側面走來一人,蘭徹不動聲色擋住越寒,然後打開了最近的休息室大門,拉着越寒走了進去。
蘭徹順勢從櫃子上拿出毯子,拉着越寒一起坐下,将毯子蓋在越寒腿上。
“這裏暖和,這裏說。”可以想象徐最是用怎麽樣的口氣、怎麽樣的表情說出這話,蘭徹蹙着眉,“徐家交到徐最手裏,真的沒問題?”
徐家家大業大,而徐最經營樂晨星娛都顯得吃力。要是徐家真落在徐最手裏,恐怕離倒閉不遠。
“早點破産吧。”越寒以一種悶悶的語調開口,不像詛咒,反而像是閑談。
“從今天開始,停止對我的所有營銷。”越寒清隽的面孔閃爍堅定光芒,“我相信她們,她們真誠善良,喜歡最真實的我。就算我不會彈鋼琴,她們也會喜歡我,也會支持我,只因為我是我,與任何外界因素無關。”
“越寒,”徐最輕輕笑道,“你一直都是如此天真嗎?”
“少了團隊的包裝運營,再光鮮亮麗的明星,離了閃光燈也不過是平平無奇的普通人。”說到這兒,徐最意味深長地看着他,“也不對,你還可以靠這張臉吸引她們。”
“承認吧,除了鋼琴,你沒有任何值得關注的了。”
平靜的話語比劍刃還要鋒利,刺得越寒五髒六腑都在淌血。他知曉徐最說的沒錯,可他卻固執道:“我會演戲,演技就是我在娛樂圈立足的資本。我不用憑借任何助力,我可以靠我自己來獲得一切。”
徐最嘲弄:“那我拭目以待。”
這就是記憶力過好的壞處,當日徐最和自己說的每一個字,他都記得一清二楚。
當初有多堅定,後來就有多愚蠢。
從這之後,他接了一部戲,李偉武導演的偶像劇。這是他接的第一個劇本,他付出百倍的認真對待。

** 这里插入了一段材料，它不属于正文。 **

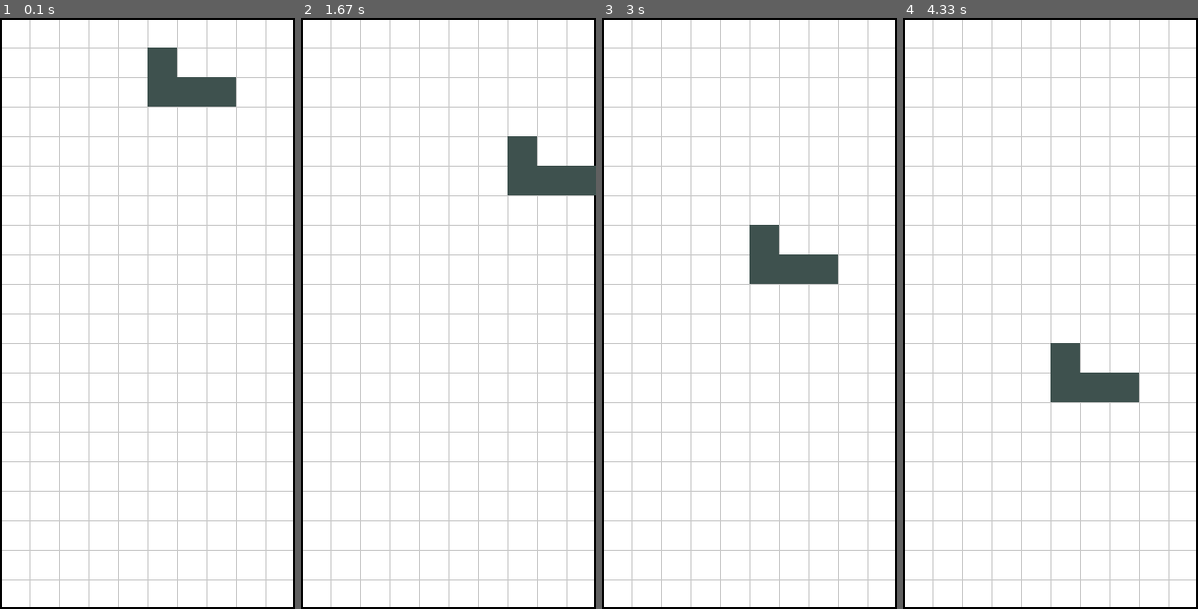
Above: before the commit, frames 1-4 (left to right).
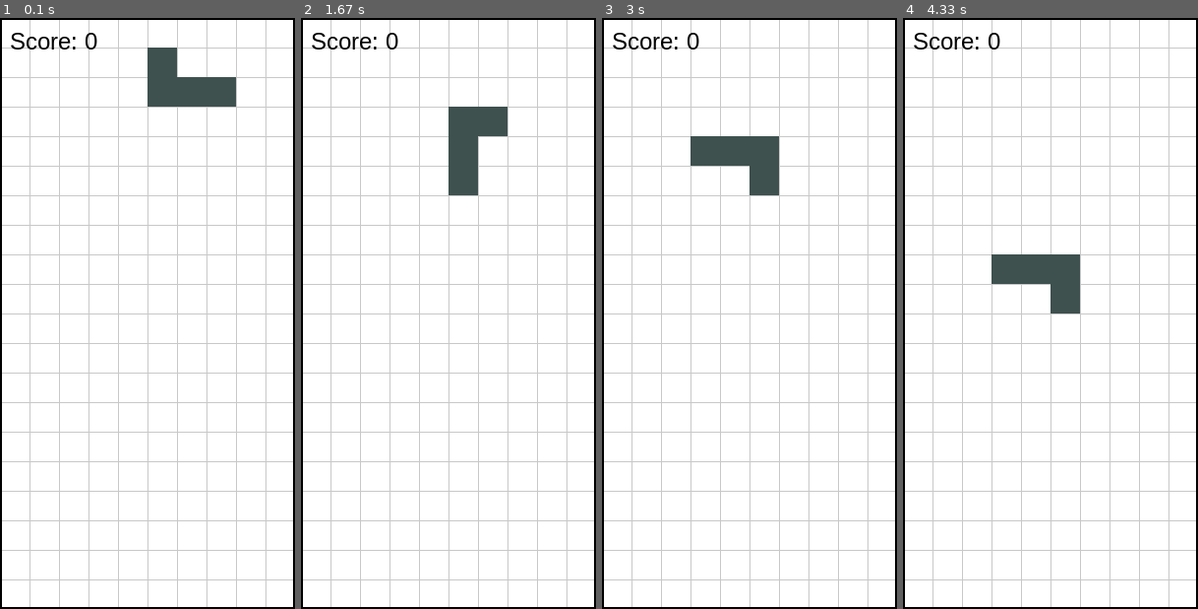
Above: after the commit, the same moments.

Repository: kt2763/tnb-pygame-tutorials-jp
Game: pygame game, started from like-tetris/game.py
The game is run twice, just before and just after one commit, with the same random seed, the same clock (stepped at 60 frames per second) and the same inputs.
Inputs:
- Up to frame 1 (0.1 s): no input
- Up to frame 2 (1.67 s): tap Space at 0.33, 0.73, 1.03, 1.23, 1.53 s; hold Right 0.67-1.13 s; hold Right 1.17-1.63 s
- Up to frame 3 (3 s): hold Left 1.67-2.2 s; tap Space at 1.73, 2.03, 2.3, 2.63, 2.93 s; hold Down 2.23-2.53 s; hold Left 2.57-2.97 s
- Up to frame 4 (4.33 s): hold Right 3-3.63 s; tap Space at 3.07, 3.37, 3.73, 4.13 s; hold Down 3.67-4.03 s; hold Left from 4.07 s (still down)

The runs differ from the first frame. In frame 1, 0.3% of the frame differs, in the area x 3-33%, y 2-6%; in frame 2, 4.3%, in the area x 3-100%, y 2-30%; in frame 3, 4.3%; in frame 4, 4.3%.

Commit message:
回転とブロック横並びで消す処理

Diff:
--- a/like-tetris/game.py
+++ b/like-tetris/game.py
@@ -42,6 +42,11 @@
         )
         self.x = GRID_WIDTH // 2
         self.y = 0
+        self.rotation = 0
+
+    def rotate(self):
+        # ブロックの形状を回転させる（90度回転）
+        self.shape = [(-y, x) for x, y in self.shape]
 
     def draw(self, surface):
         for pos in self.shape:
@@ -63,9 +68,6 @@
     return Block(shape)
 
 
-current_block = get_new_block()
-
-
 # 衝突判定の簡易実装
 def check_collision(block, grid):
     for pos in block.shape:
@@ -78,13 +80,35 @@
     return False
 
 
+# ライン消去の実装
+def clear_lines(grid):
+    global score
+    lines_cleared = 0
+    for y in range(GRID_HEIGHT):
+        if all(grid[y][x] for x in range(GRID_WIDTH)):
+            lines_cleared += 1
+            # 上の行を下に移動
+            for move_y in range(y, 0, -1):
+                grid[move_y] = grid[move_y - 1][:]
+            grid[0] = [0 for _ in range(GRID_WIDTH)]
+    if lines_cleared > 0:
+        score += lines_cleared * 100
+
+
 # グリッドの初期化
 grid = [[0 for _ in range(GRID_WIDTH)] for _ in range(GRID_HEIGHT)]
+
+# スコアの初期化
+score = 0
+font = pygame.font.SysFont("Arial", 24)
 
 # タイマーイベントの設定
 MOVE_DOWN = pygame.USEREVENT + 1
 pygame.time.set_timer(MOVE_DOWN, 500)  # 500ミリ秒ごとにMOVE_DOWNイベントを発生
 
+current_block = get_new_block()
+
+running = True
 running = True
 while running:
     for event in pygame.event.get():
@@ -100,6 +124,8 @@
                     y = current_block.y + pos[1]
                     if 0 <= x < GRID_WIDTH and 0 <= y < GRID_HEIGHT:
                         grid[y][x] = current_block.color
+                # ライン消去のチェック
+                clear_lines(grid)
                 # 新しいブロックを生成
                 current_block = get_new_block()
         elif event.type == pygame.KEYDOWN:
@@ -115,6 +141,12 @@
                 current_block.y += 1
                 if check_collision(current_block, grid):
                     current_block.y -= 1
+            elif event.key == pygame.K_SPACE:
+                current_block.rotate()
+                if check_collision(current_block, grid):
+                    # 回転後に衝突が発生した場合は元に戻す
+                    for _ in range(3):
+                        current_block.rotate()
 
     # 画面を白で塗りつぶす
     screen.fill(WHITE)
@@ -141,6 +173,10 @@
     # 現在のブロックを描画
     current_block.draw(screen)
 
+    # スコアの描画
+    score_text = font.render(f"Score: {score}", True, BLACK)
+    screen.blit(score_text, (10, 10))
+
     # 画面の更新
     pygame.display.update()

可感情戲依舊是他的弱點,他将所有情緒都表達得很好,李偉武也很滿意。除了感情戲。
李偉武當初說問題不大,因為除了感情戲以外的演技都很完美,最起碼他挺滿意的。
但李偉武忘了,偶像劇之所以是偶像劇,最重要的就是感情戲。
這部偶像劇是商業與愛情結合的偶像劇,裏頭大量講述商業厮殺,權謀鬥争。越寒當時剛入行不久,卻可以将主人公的老謀深算體現得淋漓盡致。
李偉武确實很滿意。
可觀衆網友不滿意。
我要看的是愛情線,你給我看的是什麽東西?這是人看的嗎?
你這是喜歡女主角嗎?你這分明是要殺了女主角吧?
李偉武幫越寒解釋,越寒也開直播解釋,但沒人聽。
你就是演技蹩腳,演技垃圾,花瓶一個,不值一提。
李偉武那段時間天天被網暴,什麽恰爛錢辜負觀衆,收黑錢幫越寒說話。李偉武頂不住壓力,也留下了心理陰影,從此不再進行導演事業。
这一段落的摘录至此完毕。